WHAT IS BEING ASKED: Give back every record exactly, images excluded.

GIVEN RECORDS:
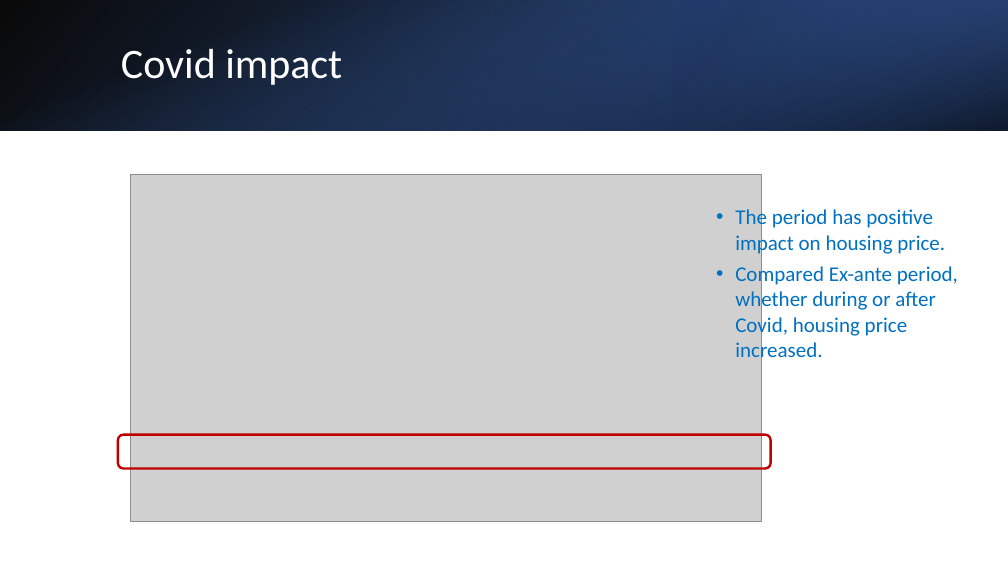
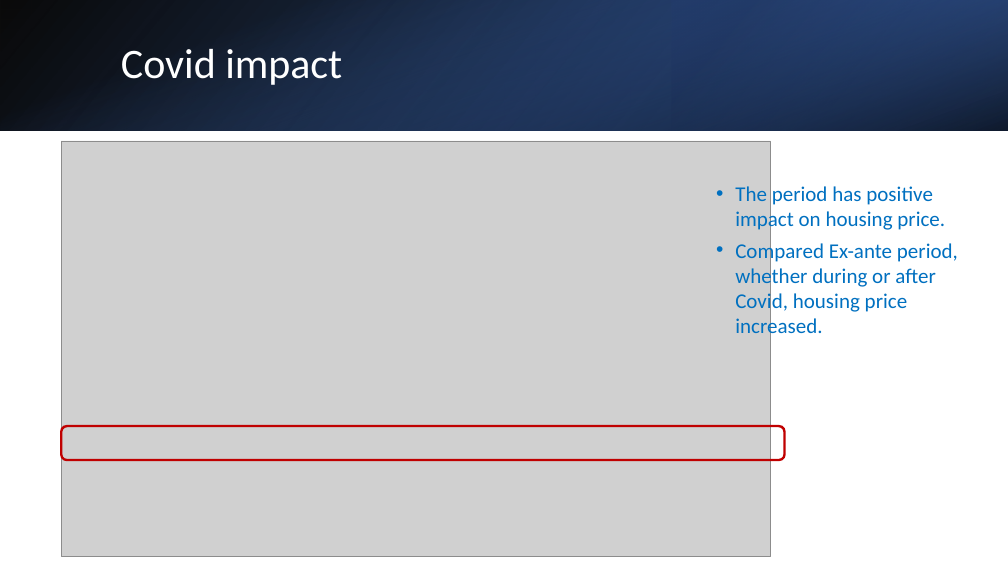
Before and after one commit to kashyapnimmagadda/DATS-6103-TEAM2, a slide deck: slide 31 of Project - Team 2- Data Mining (3).pptx. Drawn at 1008x567 pixels with LibreOffice and Linux fonts; fonts in the diff are those of the drawing; grey boxes stand for pictures. Boxes give left, top, right and bottom in pixels: in the first picture for what was removed or moved away, otherwise in the second. Text is boxed around its words. In the diff, an @@ line names an element or a change of style, - is before the commit and + after.

```diff
--- a/Project - Team 2- Data Mining (3).pptx
+++ b/Project - Team 2- Data Mining (3).pptx
@@ picture resized from (x1=130, y1=175, x2=761, y2=522) to (x1=61, y1=141, x2=771, y2=556) @@
@@ text "The period has positive impact ..." moved from (x1=735, y1=207, x2=958, y2=363) to (x1=735, y1=186, x2=958, y2=340) @@
@@ rounded rectangle resized from (x1=118, y1=435, x2=771, y2=469) to (x1=61, y1=426, x2=785, y2=461) @@
```
Also in this commit, not shown: 1 other slide changed.

SOLVED EXERCISE:
Before and after one commit to kashyapnimmagadda/DATS-6103-TEAM2, a slide deck: slide 31 of Project - Team 2- Data Mining (3).pptx. Drawn at 1008x567 pixels with LibreOffice and Linux fonts; fonts in the diff are those of the drawing; grey boxes stand for pictures. Boxes give left, top, right and bottom in pixels: in the first picture for what was removed or moved away, otherwise in the second. Text is boxed around its words. In the diff, an @@ line names an element or a change of style, - is before the commit and + after.

```diff
--- a/Project - Team 2- Data Mining (3).pptx
+++ b/Project - Team 2- Data Mining (3).pptx
@@ picture resized from (x1=130, y1=175, x2=761, y2=522) to (x1=61, y1=141, x2=771, y2=556) @@
@@ text "The period has positive impact ..." moved from (x1=735, y1=207, x2=958, y2=363) to (x1=735, y1=186, x2=958, y2=340) @@
@@ rounded rectangle resized from (x1=118, y1=435, x2=771, y2=469) to (x1=61, y1=426, x2=785, y2=461) @@
```
Also in this commit, not shown: 1 other slide changed.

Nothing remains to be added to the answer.